Hi Sky, this is definitely something I’d want you to speak with your doctor about. I’ve heard conflicting information about doing the E/P diet while breastfeeding.

Hi Jill,

Thank you so much for all this information!  I will be reintroducing food soon and I am trying to get a game plan together as to what I will eat each day.  The food I am having trouble figuring out, what and how much to eat, is soy.  I have never been one to eat soy very often, only the rare gluten free soy sauce and maybe a little edemane on a salad, and of course many packaged items will have some soy or are at the very least cross-contaminated.  My question is, on the days I reintroduce soy what do you suggest I eat and how much of it will be one serving?  Thank you for any advise you can offer.

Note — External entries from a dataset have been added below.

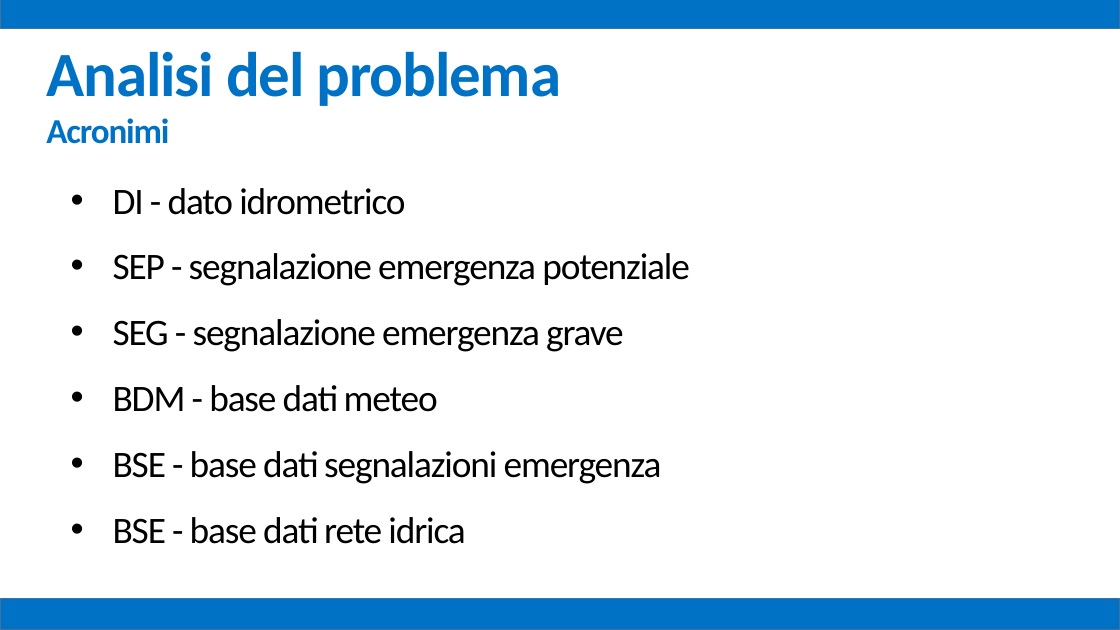
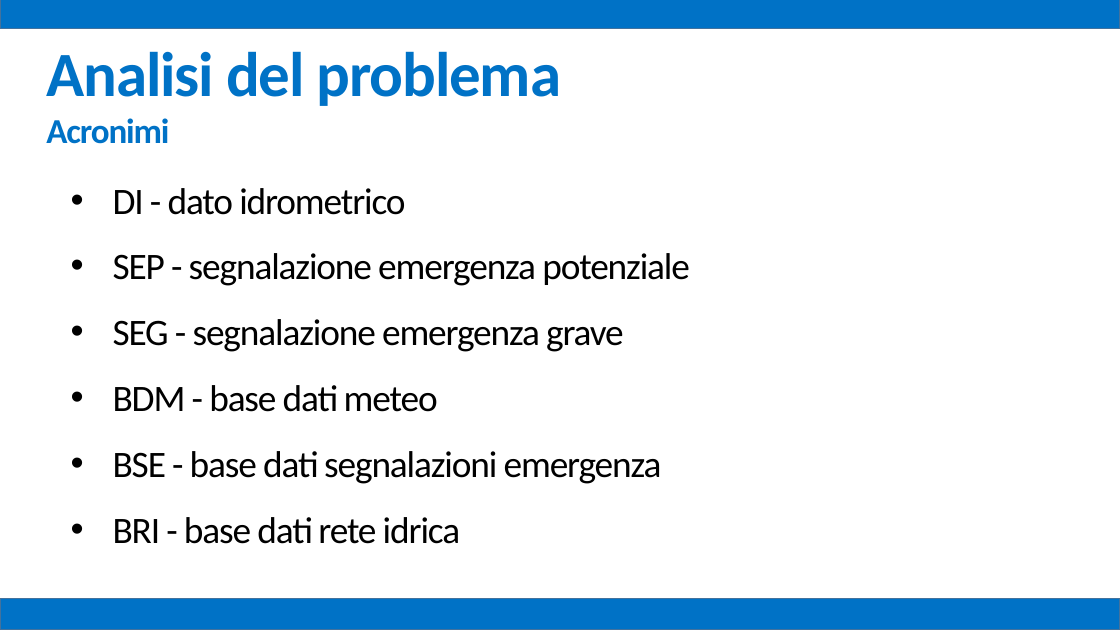
Before and after one commit to mz1991/ProgettoFebbraio2015, a slide deck: slide 5 of Febbraio 2015.pptx. Drawn at 1120x630 pixels with LibreOffice and Linux fonts; fonts in the diff are those of the drawing. Boxes give left, top, right and bottom in pixels: in the first picture for what was removed or moved away, otherwise in the second. Text is boxed around its words. In the diff, an @@ line names an element or a change of style, - is before the commit and + after.

```diff
--- a/Febbraio 2015.pptx
+++ b/Febbraio 2015.pptx
@@ text at <box>113,517,460,544</box>: text changed @@
-• BSE - base dati rete idrica
+• BRI - base dati rete idrica
```
Also in this commit, not shown: 31 other slides changed, 2 slides added, 1 other file.

I would suggest tempeh. You can make it the protein for all of your meals that day. Also include edamame. 

Hi, I am really confused because coconuts and almonds are in the nut category.   Please calrify as I am extremly confused and overwhelmed.  Ive already began a gluten free diet, dairy free diet.  


Hi Jennifer, yes, almonds are nuts. What is your question about almonds specifically? Also, coconuts are technically in the drupe family. Some consider them nuts, but I don’t in the context of this diet.

I just read some of the recepeits from your cook book and alot of the ingredietns include peppers and soy which I was told to stay away from.

Then please don’t choose those recipes. The cookbook isn’t tailored specifically to the Elimination Diet, although you’ll see that we wrote a lot of adaptations to make certain recipes in alignment with that diet. See the Recipes Guide at the beginning of the recipes section for a full explanation.

I see.  Thanks for your responses and for the information.